A key feature of the technology described is the ability to separate two-dimensional phase maps into common and non-common paths. The common path refers to the light traveling from the star to the dichroic beam splitter, while the non-common paths involve the light traveling from the dichroic to the wavefront sensor and the science camera. This separation is essential for accurately calibrating the system and ensuring that the corrections applied by the AO system are effective.
The document also emphasizes the importance of calibrating non-common-path phases to achieve optimal performance in AO systems. By accurately measuring and compensating for these phases, researchers can significantly improve the quality of astronomical images, enabling more detailed observations of distant celestial bodies.

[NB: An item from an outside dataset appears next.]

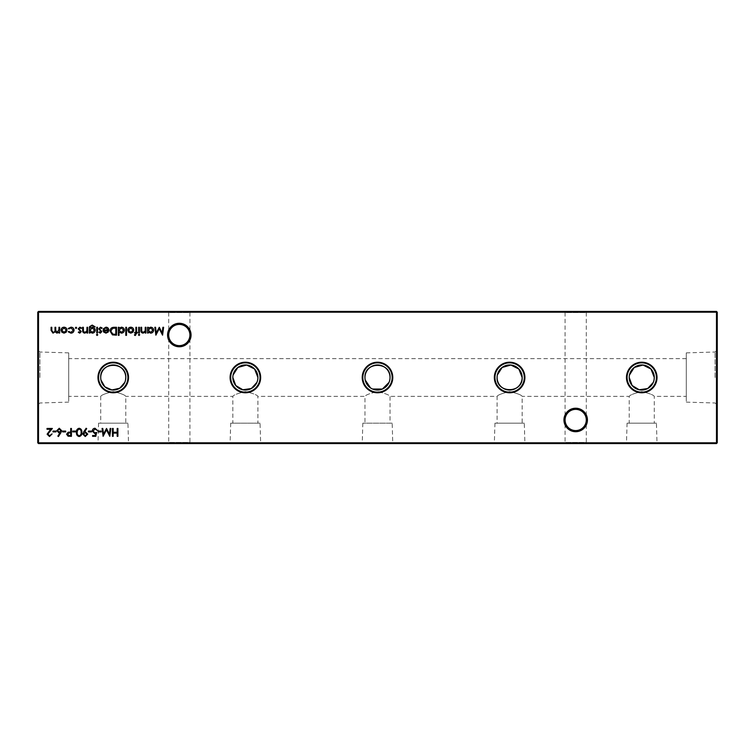 <?xml version="1.0" encoding="UTF-8"?>
<svg xmlns="http://www.w3.org/2000/svg" width="755" height="755" viewBox="0 0 755 755"><rect width="100%" height="100%" fill="white"/><g stroke="black" fill="none" stroke-linecap="round" stroke-linejoin="round"><path stroke-width="0.57" stroke-dasharray="3.77 2.83" d="M656.425 423.177L627.075 423.177L656.425 423.177L657.029 443.562L626.471 443.562L657.029 443.562M627.075 423.177L626.471 443.562M686.295 396.375L686.295 352.878L686.295 396.375L654.283 396.375C653.547 394.969 649.375 393.383 641.759 391.609C634.134 393.374 629.953 394.959 629.217 396.375C629.963 394.959 634.143 393.374 641.759 391.609C649.375 393.383 653.547 394.969 654.283 396.375L654.283 423.177L629.217 423.177L654.283 423.177M68.705 396.375L68.705 352.878L68.705 396.375L100.717 396.375L100.717 423.177L125.783 423.177L125.783 396.375C125.047 394.969 120.876 393.383 113.259 391.609C105.634 393.374 101.453 394.959 100.717 396.375C101.463 394.959 105.643 393.374 113.259 391.609C120.876 393.383 125.047 394.969 125.783 396.375L232.842 396.375L232.842 423.177L257.908 423.177L257.908 396.375C257.172 394.969 253 393.383 245.384 391.609C237.759 393.374 233.578 394.959 232.842 396.375C233.588 394.959 237.768 393.374 245.384 391.609C253 393.383 257.172 394.969 257.908 396.375L364.967 396.375L364.967 423.177L390.033 423.177L390.033 396.375C389.297 394.969 385.125 393.383 377.509 391.609C369.884 393.374 365.703 394.959 364.967 396.375C365.713 394.959 369.893 393.374 377.509 391.609C385.125 393.383 389.297 394.969 390.033 396.375L497.092 396.375L497.092 423.177L522.158 423.177L522.158 396.375C521.422 394.969 517.25 393.383 509.634 391.609C502.009 393.374 497.828 394.959 497.092 396.375C497.838 394.959 502.018 393.374 509.634 391.609C517.25 393.383 521.422 394.969 522.158 396.375L629.217 396.375L629.217 423.177M524.3 423.177L494.95 423.177L524.3 423.177L524.904 443.562L494.346 443.562L524.904 443.562M494.95 423.177L494.346 443.562M392.175 423.177L362.825 423.177L392.175 423.177L392.779 443.562L362.221 443.562L392.779 443.562M362.825 423.177L362.221 443.562M260.05 423.177L230.7 423.177L260.05 423.177L260.654 443.562L230.096 443.562L260.654 443.562M230.7 423.177L230.096 443.562M127.925 423.177L98.575 423.177L127.925 423.177L128.529 443.562L97.971 443.562L128.529 443.562M98.575 423.177L97.971 443.562M587.428 419.969A11.74 11.74 0 0 0 575.688 408.228A11.74 11.74 0 0 0 563.947 419.969A11.74 11.74 0 0 0 575.688 431.709A11.74 11.74 0 0 0 587.428 419.969M563.947 311.438L575.688 311.438L563.947 311.438L565.08 312.57L575.688 312.57L565.08 312.57L565.08 419.969A10.608 10.608 0 0 1 575.688 409.361A10.608 10.608 0 0 1 586.295 419.969C585.625 413.57 582.086 410.031 575.688 409.361C569.289 410.031 565.75 413.57 565.08 419.969C565.75 413.57 569.289 410.031 575.688 409.361C582.086 410.031 585.625 413.57 586.295 419.969C585.625 426.367 582.086 429.906 575.688 430.577C569.289 429.906 565.75 426.367 565.08 419.969C565.75 426.367 569.289 429.906 575.688 430.577C582.086 429.906 585.625 426.367 586.295 419.969A10.608 10.608 0 0 1 575.688 430.577A10.608 10.608 0 0 1 565.08 419.969L565.08 442.43L563.947 443.562L587.428 443.562L563.947 443.562M191.053 335.031A11.74 11.74 0 0 0 179.312 323.291A11.74 11.74 0 0 0 167.572 335.031A11.74 11.74 0 0 0 179.312 346.772A11.74 11.74 0 0 0 191.053 335.031M167.572 311.438L179.312 311.438L167.572 311.438L168.705 312.57L179.312 312.57L168.705 312.57L168.705 335.031A10.608 10.608 0 0 1 179.312 324.423A10.608 10.608 0 0 1 189.92 335.031C189.25 328.633 185.711 325.094 179.312 324.423C172.914 325.094 169.375 328.633 168.705 335.031C169.375 328.633 172.914 325.094 179.312 324.423C185.711 325.094 189.25 328.633 189.92 335.031C189.25 341.43 185.711 344.969 179.312 345.639C172.914 344.969 169.375 341.43 168.705 335.031C169.375 341.43 172.914 344.969 179.312 345.639C185.711 344.969 189.25 341.43 189.92 335.031A10.608 10.608 0 0 1 179.312 345.639A10.608 10.608 0 0 1 168.705 335.031L168.705 442.43L167.572 443.562L191.053 443.562L167.572 443.562M587.428 311.438L575.688 311.438L587.428 311.438L586.295 312.57L575.688 312.57L586.295 312.57L586.295 442.43L565.08 442.43L586.295 442.43L587.428 443.562M191.053 311.438L179.312 311.438L191.053 311.438L189.92 312.57L179.312 312.57L189.92 312.57L189.92 442.43L168.705 442.43L189.92 442.43L191.053 443.562M629.472 374.98L629.217 377.5M497.347 374.98L497.092 377.5M233.097 374.98L232.842 377.5M717.25 377.5L717.25 350.122L717.25 377.5M715.079 377.5L715.079 352.009L715.079 377.5M37.75 377.5L37.75 350.122L37.75 377.5M39.921 377.5L39.921 352.009L39.921 377.5M38.505 443.562L716.495 443.562L717.25 442.808L717.25 312.192L716.495 311.438L38.505 311.438L38.505 312.192L716.495 312.192L716.495 442.808L38.505 442.808L38.505 312.192L37.75 312.192L37.75 442.808L38.505 442.808L38.505 443.562L37.75 442.808M653.283 382.407L654.028 380.029M364.967 377.5L365.222 380.02M370.497 387.9L372.602 389.033M389.033 382.407L389.778 380.029M389.967 378.765L390.033 377.5M256.908 382.407L257.653 380.029M257.842 378.765L257.908 377.5M100.717 377.5L100.972 380.02M124.783 382.407L125.528 380.029M68.705 377.5L68.705 402.122L68.705 377.5M686.295 377.5L686.295 402.122L686.295 377.5M717.25 312.192L716.495 312.192L716.495 311.438M37.75 312.192L38.505 311.438M716.495 443.562L716.495 442.808L717.25 442.808M76.689 327.849L76.038 328.5L75.387 327.849L76.038 327.189L76.689 327.849M70.857 333.144L68.224 331.794L68.818 331.426L70.904 332.436L73.367 330.18L70.904 327.897L68.818 328.906L68.224 328.519L70.913 327.189C72.801 327.293 73.858 328.265 74.075 330.114C73.858 332.021 72.782 333.03 70.857 333.144M66.223 332.191L64.033 333.144L61.853 332.191L61.07 330.152C61.23 328.331 62.221 327.34 64.033 327.189C65.855 327.34 66.846 328.331 67.016 330.152L66.223 332.191M64.043 327.897L61.768 330.143L64.043 332.436L66.308 330.143L64.043 327.897M59.654 327.293L59.654 333.04L58.947 333.04L58.947 332.04L56.965 333.144L55.134 331.756L53.029 333.144L51.085 330.407L51.085 327.293L51.793 327.293L51.793 330.407L53.152 332.436C54.596 332.096 55.219 331.124 55.011 329.529L55.011 327.293L55.719 327.293L55.719 330.218L57.087 332.436L58.947 329.709L58.947 327.293L59.654 327.293M117.903 428.462L117.903 436.324L117.195 436.324L117.195 433.096L113.165 433.096L113.165 436.324L112.457 436.324L112.457 428.462L113.165 428.462L113.165 432.294L117.195 432.294L117.195 428.462L117.903 428.462M110.136 428.462L110.843 428.462L109.805 436.324L106.464 429.878L103.114 436.324L102.076 428.462L102.784 428.462L103.539 434.125L106.53 428.462L109.381 434.134L110.136 428.462M101.17 431.086L101.17 431.888L98.141 431.888L98.141 431.086L101.17 431.086M95.819 436.324L92.601 436.324L92.601 435.522L95.272 435.522L95.696 433.455L94.771 433.606L92.289 431.03C92.421 429.312 93.327 428.387 95.036 428.264L97.433 430.482L94.998 429.066L92.997 431.058L94.894 432.794L96.631 432.398L95.819 436.324M91.487 431.086L91.487 431.888L88.467 431.888L88.467 431.086L91.487 431.086M83.72 431.803L86.145 428.264L86.712 428.651L84.522 431.851L85.343 431.794L87.759 434.116L85.249 436.532L82.814 434.116L83.72 431.803M85.287 435.72L87.051 434.163L85.221 432.596L83.522 434.163L85.287 435.72M79.181 428.264C81.162 428.783 82.04 430.161 81.804 432.389C82.04 434.625 81.162 436.003 79.181 436.532C77.17 436.012 76.264 434.635 76.463 432.389C76.264 430.152 77.17 428.774 79.181 428.264M77.17 432.398C76.991 434.125 77.652 435.239 79.152 435.72C80.672 435.248 81.323 434.134 81.106 432.398C81.323 430.652 80.672 429.548 79.152 429.066L77.463 430.416L77.17 432.398M75.755 431.086L75.755 431.888L72.735 431.888L72.735 431.086L75.755 431.086M71.423 428.462L71.423 436.324L68.092 436.211L66.582 434.219L68.148 432.219L70.715 432.096L70.715 428.462L71.423 428.462M67.289 434.21L69.281 435.522L70.715 435.522L70.715 432.898L69.337 432.879L67.289 434.21M65.676 431.086L65.676 431.888L62.646 431.888L62.646 431.086L65.676 431.086M60.759 432.936L58.418 436.532L57.871 436.097L59.947 432.926L59.135 433.002L56.804 430.671L59.258 428.264L61.646 430.652L60.759 432.936M59.22 429.066L57.512 430.624L59.286 432.19L60.938 430.624L59.22 429.066M55.993 431.086L55.993 431.888L52.973 431.888L52.973 431.086L55.993 431.086M114.08 327.293L116.525 327.293L116.525 335.154L112.438 334.871L110.07 331.124C110.221 328.595 111.551 327.321 114.08 327.293M115.26 334.352L115.817 334.352L115.817 328.095L112.665 328.302L110.777 331.124L112.844 334.125L115.26 334.352M106.059 327.897L103.935 329.105L103.312 328.774L105.964 327.189C107.757 327.34 108.72 328.331 108.862 330.152L108.201 332.068L105.945 333.144L103.633 332.011L103.01 330.01L108.154 330.01L106.059 327.897M108.078 330.718L103.718 330.718L105.917 332.436L107.399 331.898L108.078 330.718M100.349 333.144L98.877 332.323L99.358 331.832L100.349 332.436L101.094 331.662L98.773 328.85L100.462 327.189L102.104 327.972L101.632 328.5L100.5 327.897L99.481 328.821L101.802 331.634L100.349 333.144M97.763 334.852L97.112 335.456L96.461 334.852L97.112 334.248L97.763 334.852M97.461 327.293L97.461 333.04L96.763 333.04L96.763 327.293L97.461 327.293M90.005 332.03L90.005 333.04L89.298 333.04L89.505 326.717L92.214 325.075L95.149 326.887L92.28 325.782C90.742 325.801 89.977 326.575 90.005 328.095L92.299 327.293C94.092 327.443 95.073 328.406 95.243 330.18C95.064 331.983 94.082 332.964 92.28 333.144L90.005 332.03M92.261 328L90.005 330.199L92.223 332.436L94.545 330.152L92.261 328M87.684 327.293L87.684 333.04L86.976 333.04L86.976 332.002L84.796 333.144C83.21 332.889 82.493 331.917 82.644 330.228L82.644 327.293L83.352 327.293L83.428 331.303L84.919 332.436L86.872 330.916L86.976 327.293L87.684 327.293M79.775 333.144L78.303 332.323L78.784 331.832L79.775 332.436L80.332 331.143L78.209 328.85L79.888 327.189L81.531 327.972L81.068 328.5L79.926 327.897L78.916 328.821L81.229 331.634L79.775 333.144M119.045 335.362L118.337 335.362L118.337 327.293L119.045 327.293L119.045 328.283L121.385 327.189C123.216 327.359 124.216 328.359 124.386 330.18C124.197 331.992 123.188 332.983 121.366 333.144L119.045 331.926L119.045 335.362M121.366 327.897L119.045 330.152L121.357 332.436L123.678 330.171L121.366 327.897M126.5 327.293L126.5 335.362L125.792 335.362L125.792 327.293L126.5 327.293M132.974 332.191L130.785 333.144L128.605 332.191L127.812 330.152C127.982 328.331 128.973 327.34 130.785 327.189C132.606 327.34 133.597 328.331 133.767 330.152L132.974 332.191M130.785 327.897L128.52 330.143L130.785 332.436L133.059 330.143L130.785 327.897M135.428 335.456L134.569 335.314L134.569 334.578L135.287 334.758L135.872 333.04L134.673 333.04L134.673 332.332L135.881 332.332L135.881 327.293L136.589 327.293L136.589 332.332L137.391 332.332L137.391 333.04L136.589 333.04L135.428 335.456M139.411 327.293L139.411 333.04L138.703 333.04L138.703 327.293L139.411 327.293M139.713 334.852L139.062 335.456L138.401 334.852L139.062 334.248L139.713 334.852M145.96 327.293L145.96 333.04L145.253 333.04L145.253 332.002L143.072 333.144C141.487 332.889 140.77 331.917 140.921 330.228L140.921 327.293L141.629 327.293L141.713 331.303L143.195 332.436L145.149 330.916L145.253 327.293L145.96 327.293M148.282 333.04L147.574 333.04L147.574 327.293L148.282 327.293L148.282 328.283L150.632 327.189C152.453 327.359 153.454 328.359 153.624 330.18C153.435 331.992 152.435 332.983 150.604 333.144L148.282 331.974L148.282 333.04M150.604 327.897L148.282 330.152L150.594 332.436L152.916 330.171L150.604 327.897M49.537 435.72L52.067 433.908L49.5 436.532L47.121 434.191L50.679 429.265L47.018 429.265L47.018 428.462L52.369 428.462L47.829 434.125L49.537 435.72M162.901 327.293L163.609 327.293L162.57 335.154L159.22 328.708L155.879 335.154L154.832 327.293L155.549 327.293L156.294 332.955L159.296 327.293L162.146 332.964L162.901 327.293M125.783 423.177L100.717 423.177M257.908 423.177L232.842 423.177M390.033 423.177L364.967 423.177M522.158 423.177L497.092 423.177M686.295 352.878L715.079 352.009L717.25 350.122M68.705 352.878L39.921 352.009L37.75 350.122M686.295 358.625L68.705 358.625M68.705 402.122L39.921 402.991L37.75 404.878M686.295 402.122L715.079 402.991L717.25 404.878"/><path stroke-width="1.13" d="M563.947 419.969A11.74 11.74 0 0 1 575.688 408.228A11.74 11.74 0 0 1 587.428 419.969A11.74 11.74 0 0 1 575.688 431.709A11.74 11.74 0 0 1 563.947 419.969M586.295 419.969A10.608 10.608 0 0 0 575.688 409.361A10.608 10.608 0 0 0 565.08 419.969A10.608 10.608 0 0 0 575.688 430.577A10.608 10.608 0 0 0 586.295 419.969M167.572 335.031A11.74 11.74 0 0 1 179.312 323.291A11.74 11.74 0 0 1 191.053 335.031A11.74 11.74 0 0 1 179.312 346.772A11.74 11.74 0 0 1 167.572 335.031M189.92 335.031A10.608 10.608 0 0 0 179.312 324.423A10.608 10.608 0 0 0 168.705 335.031A10.608 10.608 0 0 0 179.312 345.639A10.608 10.608 0 0 0 189.92 335.031M657.029 377.5A15.279 15.279 0 0 0 641.75 362.221A15.279 15.279 0 0 0 626.471 377.5A15.279 15.279 0 0 0 641.75 392.779A15.279 15.279 0 0 0 657.029 377.5M656.425 377.5A14.675 14.675 0 0 0 641.75 362.825A14.675 14.675 0 0 0 627.075 377.5A14.675 14.675 0 0 0 641.75 392.175A14.675 14.675 0 0 0 656.425 377.5M654.028 380.029L654.283 377.5A12.533 12.533 0 0 0 641.75 364.967A12.533 12.533 0 0 0 629.217 377.5L632.105 385.503L639.221 389.778L647.715 388.523L653.283 382.407M629.217 377.5A12.533 12.533 0 0 0 641.75 390.033A12.533 12.533 0 0 0 654.283 377.5L650.989 369.035L643.015 365.033L634.257 367.449L629.472 374.98M524.904 377.5A15.279 15.279 0 0 0 509.625 362.221A15.279 15.279 0 0 0 494.346 377.5A15.279 15.279 0 0 0 509.625 392.779A15.279 15.279 0 0 0 524.904 377.5M524.3 377.5A14.675 14.675 0 0 0 509.625 362.825A14.675 14.675 0 0 0 494.95 377.5A14.675 14.675 0 0 0 509.625 392.175A14.675 14.675 0 0 0 524.3 377.5M497.092 377.5A12.533 12.533 0 0 0 509.625 390.033A12.533 12.533 0 0 0 522.158 377.5A12.533 12.533 0 0 0 509.625 364.967A12.533 12.533 0 0 0 497.092 377.5C496.328 393.676 522.904 393.695 522.158 377.5L518.864 369.035L510.89 365.033L502.132 367.449L497.347 374.98M392.779 377.5A15.279 15.279 0 0 0 377.5 362.221A15.279 15.279 0 0 0 362.221 377.5A15.279 15.279 0 0 0 377.5 392.779A15.279 15.279 0 0 0 392.779 377.5M392.175 377.5A14.675 14.675 0 0 0 377.5 362.825A14.675 14.675 0 0 0 362.825 377.5A14.675 14.675 0 0 0 377.5 392.175A14.675 14.675 0 0 0 392.175 377.5M390.033 377.5A12.533 12.533 0 0 0 377.5 364.967A12.533 12.533 0 0 0 364.967 377.5A12.533 12.533 0 0 0 377.5 390.033A12.533 12.533 0 0 0 390.033 377.5C390.779 361.296 364.203 361.324 364.967 377.5M260.654 377.5A15.279 15.279 0 0 0 245.375 362.221A15.279 15.279 0 0 0 230.096 377.5A15.279 15.279 0 0 0 245.375 392.779A15.279 15.279 0 0 0 260.654 377.5M260.05 377.5A14.675 14.675 0 0 0 245.375 362.825A14.675 14.675 0 0 0 230.7 377.5A14.675 14.675 0 0 0 245.375 392.175A14.675 14.675 0 0 0 260.05 377.5M232.842 377.5A12.533 12.533 0 0 0 245.375 390.033A12.533 12.533 0 0 0 257.908 377.5A12.533 12.533 0 0 0 245.375 364.967A12.533 12.533 0 0 0 232.842 377.5L235.73 385.503L242.846 389.778L251.339 388.523L256.908 382.407M257.908 377.5L254.614 369.035L246.64 365.033L237.882 367.449L233.097 374.98M128.529 377.5A15.279 15.279 0 0 0 113.25 362.221A15.279 15.279 0 0 0 97.971 377.5A15.279 15.279 0 0 0 113.25 392.779A15.279 15.279 0 0 0 128.529 377.5M127.925 377.5A14.675 14.675 0 0 0 113.25 362.825A14.675 14.675 0 0 0 98.575 377.5A14.675 14.675 0 0 0 113.25 392.175A14.675 14.675 0 0 0 127.925 377.5M125.528 380.029L125.783 377.5A12.533 12.533 0 0 0 113.25 364.967A12.533 12.533 0 0 0 100.717 377.5A12.533 12.533 0 0 0 113.25 390.033A12.533 12.533 0 0 0 125.783 377.5C126.529 361.296 99.953 361.324 100.717 377.5M716.495 443.562L38.505 443.562L38.505 442.808L716.495 442.808L716.495 312.192L38.505 312.192L38.505 442.808L37.75 442.808L37.75 312.192L38.505 311.438L716.495 311.438L716.495 312.192L717.25 312.192L717.25 442.808L716.495 442.808L716.495 443.562L717.25 442.808M49.537 435.72L52.067 433.908L49.5 436.532L47.121 434.191L50.679 429.265L47.018 429.265L47.018 428.462L52.369 428.462L47.829 434.125L49.537 435.72M145.96 327.293L145.96 333.04L145.253 333.04L145.253 332.002L143.072 333.144C141.487 332.889 140.77 331.917 140.921 330.228L140.921 327.293L141.629 327.293L141.713 331.303L143.195 332.436L145.149 330.916L145.253 327.293L145.96 327.293M139.411 327.293L139.411 333.04L138.703 333.04L138.703 327.293L139.411 327.293M132.974 332.191L130.785 333.144L128.605 332.191L127.812 330.152C127.982 328.331 128.973 327.34 130.785 327.189C132.606 327.34 133.597 328.331 133.767 330.152L132.974 332.191M119.045 335.362L118.337 335.362L118.337 327.293L119.045 327.293L119.045 328.283L121.385 327.189C123.216 327.359 124.216 328.359 124.386 330.18C124.197 331.992 123.188 332.983 121.366 333.144L119.045 331.926L119.045 335.362M87.684 327.293L87.684 333.04L86.976 333.04L86.976 332.002L84.796 333.144C83.21 332.889 82.493 331.917 82.644 330.228L82.644 327.293L83.352 327.293L83.428 331.303L84.919 332.436L86.872 330.916L86.976 327.293L87.684 327.293M97.461 327.293L97.461 333.04L96.763 333.04L96.763 327.293L97.461 327.293M100.349 333.144L98.877 332.323L99.358 331.832L100.349 332.436L101.094 331.662L98.773 328.85L100.462 327.189L102.104 327.972L101.632 328.5L100.5 327.897L99.481 328.821L101.802 331.634L100.349 333.144M114.08 327.293L116.525 327.293L116.525 335.154L112.438 334.871L110.07 331.124C110.221 328.595 111.551 327.321 114.08 327.293M60.759 432.936L58.418 436.532L57.871 436.097L59.947 432.926L59.135 433.002L56.804 430.671L59.258 428.264L61.646 430.652L60.759 432.936M71.423 428.462L71.423 436.324L68.092 436.211L66.582 434.219L68.148 432.219L70.715 432.096L70.715 428.462L71.423 428.462M79.181 428.264C81.162 428.783 82.04 430.161 81.804 432.389C82.04 434.625 81.162 436.003 79.181 436.532C77.17 436.012 76.264 434.635 76.463 432.389C76.264 430.152 77.17 428.774 79.181 428.264M91.487 431.086L91.487 431.888L88.467 431.888L88.467 431.086L91.487 431.086M101.17 431.086L101.17 431.888L98.141 431.888L98.141 431.086L101.17 431.086M117.903 428.462L117.903 436.324L117.195 436.324L117.195 433.096L113.165 433.096L113.165 436.324L112.457 436.324L112.457 428.462L113.165 428.462L113.165 432.294L117.195 432.294L117.195 428.462L117.903 428.462M66.223 332.191L64.033 333.144L61.853 332.191L61.07 330.152C61.23 328.331 62.221 327.34 64.033 327.189C65.855 327.34 66.846 328.331 67.016 330.152L66.223 332.191M76.689 327.849L76.038 328.5L75.387 327.849L76.038 327.189L76.689 327.849M70.857 333.144L68.224 331.794L68.818 331.426L70.904 332.436L73.367 330.18L70.904 327.897L68.818 328.906L68.224 328.519L70.913 327.189C72.801 327.293 73.858 328.265 74.075 330.114C73.858 332.021 72.782 333.03 70.857 333.144M59.654 327.293L59.654 333.04L58.947 333.04L58.947 332.04L56.965 333.144L55.134 331.756L53.029 333.144L51.085 330.407L51.085 327.293L51.793 327.293L51.793 330.407L53.152 332.436C54.596 332.096 55.219 331.124 55.011 329.529L55.011 327.293L55.719 327.293L55.719 330.218L57.087 332.436L58.947 329.709L58.947 327.293L59.654 327.293M110.136 428.462L110.843 428.462L109.805 436.324L106.464 429.878L103.114 436.324L102.076 428.462L102.784 428.462L103.539 434.125L106.53 428.462L109.381 434.134L110.136 428.462M95.819 436.324L92.601 436.324L92.601 435.522L95.272 435.522L95.696 433.455L94.771 433.606L92.289 431.03C92.421 429.312 93.327 428.387 95.036 428.264L97.433 430.482L94.998 429.066L92.997 431.058L94.894 432.794L96.631 432.398L95.819 436.324M83.72 431.803L86.145 428.264L86.712 428.651L84.522 431.851L85.343 431.794L87.759 434.116L85.249 436.532L82.814 434.116L83.72 431.803M75.755 431.086L75.755 431.888L72.735 431.888L72.735 431.086L75.755 431.086M65.676 431.086L65.676 431.888L62.646 431.888L62.646 431.086L65.676 431.086M55.993 431.086L55.993 431.888L52.973 431.888L52.973 431.086L55.993 431.086M106.059 327.897L103.935 329.105L103.312 328.774L105.964 327.189C107.757 327.34 108.72 328.331 108.862 330.152L108.201 332.068L105.945 333.144L103.633 332.011L103.01 330.01L108.154 330.01L106.059 327.897M97.763 334.852L97.112 335.456L96.461 334.852L97.112 334.248L97.763 334.852M90.005 332.03L90.005 333.04L89.298 333.04L89.505 326.717L92.214 325.075L95.149 326.887L92.28 325.782C90.742 325.801 89.977 326.575 90.005 328.095L92.299 327.293C94.092 327.443 95.073 328.406 95.243 330.18C95.064 331.983 94.082 332.964 92.28 333.144L90.005 332.03M79.775 333.144L78.303 332.323L78.784 331.832L79.775 332.436L80.332 331.143L78.209 328.85L79.888 327.189L81.531 327.972L81.068 328.5L79.926 327.897L78.916 328.821L81.229 331.634L79.775 333.144M126.5 327.293L126.5 335.362L125.792 335.362L125.792 327.293L126.5 327.293M135.428 335.456L134.569 335.314L134.569 334.578L135.287 334.758L135.872 333.04L134.673 333.04L134.673 332.332L135.881 332.332L135.881 327.293L136.589 327.293L136.589 332.332L137.391 332.332L137.391 333.04L136.589 333.04L135.428 335.456M139.713 334.852L139.062 335.456L138.401 334.852L139.062 334.248L139.713 334.852M148.282 333.04L147.574 333.04L147.574 327.293L148.282 327.293L148.282 328.283L150.632 327.189C152.453 327.359 153.454 328.359 153.624 330.18C153.435 331.992 152.435 332.983 150.604 333.144L148.282 331.974L148.282 333.04M162.901 327.293L163.609 327.293L162.57 335.154L159.22 328.708L155.879 335.154L154.832 327.293L155.549 327.293L156.294 332.955L159.296 327.293L162.146 332.964L162.901 327.293M365.222 380.02L370.497 387.9M372.602 389.033L382.37 389.051L389.033 382.407M389.778 380.029L389.967 378.765M257.653 380.029L257.842 378.765M100.972 380.02L104.841 386.796L111.957 389.967L119.743 388.221L124.783 382.407M37.75 312.192L38.505 312.192L38.505 311.438M716.495 311.438L717.25 312.192M38.505 443.562L37.75 442.808M61.768 330.143L64.043 332.436L66.308 330.143L64.043 327.897L61.768 330.143M87.051 434.163L85.221 432.596L83.522 434.163L85.287 435.72L87.051 434.163M79.152 435.72C80.672 435.248 81.323 434.134 81.106 432.398C81.323 430.652 80.672 429.548 79.152 429.066L77.463 430.416L77.17 432.398C76.991 434.125 77.652 435.239 79.152 435.72M69.281 435.522L70.715 435.522L70.715 432.898L69.337 432.879L67.289 434.21L69.281 435.522M57.512 430.624L59.286 432.19L60.938 430.624L59.22 429.066L57.512 430.624M115.817 334.352L115.817 328.095L112.665 328.302L110.777 331.124L112.844 334.125L115.817 334.352M108.078 330.718L103.718 330.718L105.917 332.436L107.399 331.898L108.078 330.718M90.005 330.199L92.223 332.436L94.545 330.152L92.261 328L90.005 330.199M119.045 330.152L121.357 332.436L123.678 330.171L121.366 327.897L119.045 330.152M128.52 330.143L130.785 332.436L133.059 330.143L130.785 327.897L128.52 330.143M148.282 330.152L150.594 332.436L152.916 330.171L150.604 327.897L148.282 330.152"/></g></svg>

The Technical Support Package is part of NASA's Commercial Technology Program, aimed at disseminating aerospace-related developments with broader technological, scientific, or commercial applications. It serves as a resource for those interested in the latest advancements in adaptive optics and related fields.
For further inquiries or assistance, the document provides contact information for the Innovative Technology Assets Management team at JPL, encouraging collaboration and exploration of these innovative technologies. Overall, this document represents a significant contribution to the field of adaptive optics, highlighting the ongoing efforts to enhance imaging capabilities in astronomy and beyond.